• [Exercise directions] Copy each line of the material below that includes the string "extrude".
[Opening Data supplied section]
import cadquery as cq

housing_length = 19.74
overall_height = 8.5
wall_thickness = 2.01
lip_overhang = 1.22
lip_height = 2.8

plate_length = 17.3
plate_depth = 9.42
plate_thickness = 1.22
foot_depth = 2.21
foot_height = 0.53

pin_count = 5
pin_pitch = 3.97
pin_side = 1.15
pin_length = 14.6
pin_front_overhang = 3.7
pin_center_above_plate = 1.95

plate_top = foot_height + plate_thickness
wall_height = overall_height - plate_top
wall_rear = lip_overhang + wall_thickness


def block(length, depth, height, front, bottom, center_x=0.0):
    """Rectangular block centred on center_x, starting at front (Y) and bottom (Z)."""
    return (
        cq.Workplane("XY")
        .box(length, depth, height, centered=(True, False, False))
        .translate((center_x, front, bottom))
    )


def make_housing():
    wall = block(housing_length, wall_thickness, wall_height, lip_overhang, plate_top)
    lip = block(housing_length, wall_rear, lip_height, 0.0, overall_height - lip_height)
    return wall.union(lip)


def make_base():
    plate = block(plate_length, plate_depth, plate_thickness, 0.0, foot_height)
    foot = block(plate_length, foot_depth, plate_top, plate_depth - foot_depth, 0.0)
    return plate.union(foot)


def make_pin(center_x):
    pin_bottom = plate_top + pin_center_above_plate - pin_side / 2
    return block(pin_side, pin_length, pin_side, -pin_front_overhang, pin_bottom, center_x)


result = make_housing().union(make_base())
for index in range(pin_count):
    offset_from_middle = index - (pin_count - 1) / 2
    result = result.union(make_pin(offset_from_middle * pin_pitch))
[Closing Data supplied section]
[Opening Data supplied section]
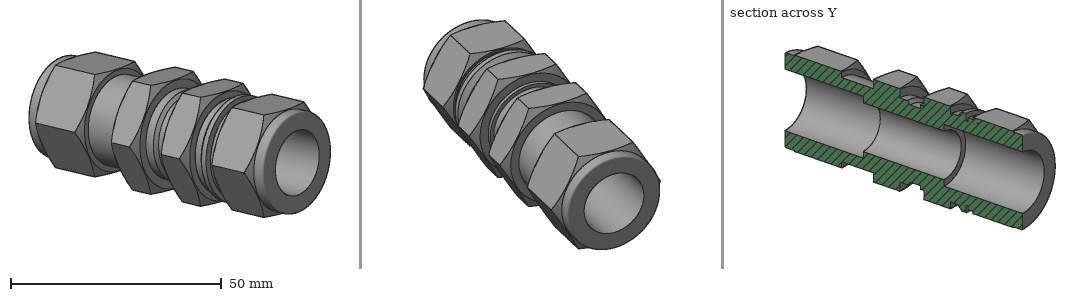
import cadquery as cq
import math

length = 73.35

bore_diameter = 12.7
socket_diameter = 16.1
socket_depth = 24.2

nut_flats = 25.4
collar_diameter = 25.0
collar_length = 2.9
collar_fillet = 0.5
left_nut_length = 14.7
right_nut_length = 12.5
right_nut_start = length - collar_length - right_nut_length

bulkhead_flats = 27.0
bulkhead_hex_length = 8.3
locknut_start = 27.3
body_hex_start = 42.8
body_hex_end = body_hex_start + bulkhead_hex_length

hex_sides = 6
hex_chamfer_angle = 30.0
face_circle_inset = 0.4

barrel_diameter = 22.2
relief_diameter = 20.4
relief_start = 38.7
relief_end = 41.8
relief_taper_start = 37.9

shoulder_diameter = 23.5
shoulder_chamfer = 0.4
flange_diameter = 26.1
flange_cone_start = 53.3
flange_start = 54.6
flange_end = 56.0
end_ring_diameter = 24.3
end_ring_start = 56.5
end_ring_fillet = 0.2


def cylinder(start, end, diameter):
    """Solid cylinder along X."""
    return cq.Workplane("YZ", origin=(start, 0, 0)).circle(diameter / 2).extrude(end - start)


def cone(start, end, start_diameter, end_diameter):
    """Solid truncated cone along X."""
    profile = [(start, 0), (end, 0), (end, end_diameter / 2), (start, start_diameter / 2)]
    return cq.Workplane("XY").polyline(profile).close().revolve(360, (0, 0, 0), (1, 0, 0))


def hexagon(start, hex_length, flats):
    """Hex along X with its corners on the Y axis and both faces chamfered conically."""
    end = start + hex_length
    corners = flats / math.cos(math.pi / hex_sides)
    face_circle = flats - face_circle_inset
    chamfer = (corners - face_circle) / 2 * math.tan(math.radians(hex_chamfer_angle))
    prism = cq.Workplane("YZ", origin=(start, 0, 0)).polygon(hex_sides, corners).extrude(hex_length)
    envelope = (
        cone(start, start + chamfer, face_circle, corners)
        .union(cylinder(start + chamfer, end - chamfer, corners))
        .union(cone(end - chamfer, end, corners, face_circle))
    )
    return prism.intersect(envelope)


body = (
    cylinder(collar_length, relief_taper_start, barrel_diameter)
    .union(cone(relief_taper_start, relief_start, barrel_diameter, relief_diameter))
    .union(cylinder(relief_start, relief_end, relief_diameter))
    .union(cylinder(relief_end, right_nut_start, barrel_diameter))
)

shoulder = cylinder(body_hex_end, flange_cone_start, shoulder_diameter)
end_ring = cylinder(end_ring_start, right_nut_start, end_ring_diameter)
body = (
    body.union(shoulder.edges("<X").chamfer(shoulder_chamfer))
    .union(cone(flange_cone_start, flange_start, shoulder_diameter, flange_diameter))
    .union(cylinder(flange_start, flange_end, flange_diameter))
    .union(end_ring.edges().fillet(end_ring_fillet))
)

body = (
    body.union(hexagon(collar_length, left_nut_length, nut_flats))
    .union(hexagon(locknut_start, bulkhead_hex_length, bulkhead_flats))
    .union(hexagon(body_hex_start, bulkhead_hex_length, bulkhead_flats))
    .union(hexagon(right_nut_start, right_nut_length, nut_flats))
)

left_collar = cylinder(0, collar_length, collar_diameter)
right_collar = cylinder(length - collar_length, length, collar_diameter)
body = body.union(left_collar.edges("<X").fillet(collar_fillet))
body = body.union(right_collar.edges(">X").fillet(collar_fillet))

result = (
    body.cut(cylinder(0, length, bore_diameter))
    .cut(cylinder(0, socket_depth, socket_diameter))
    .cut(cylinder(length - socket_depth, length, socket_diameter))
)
[Closing Data supplied section]
• [The completed task]
    return cq.Workplane("YZ", origin=(start, 0, 0)).circle(diameter / 2).extrude(end - start)
    prism = cq.Workplane("YZ", origin=(start, 0, 0)).polygon(hex_sides, corners).extrude(hex_length)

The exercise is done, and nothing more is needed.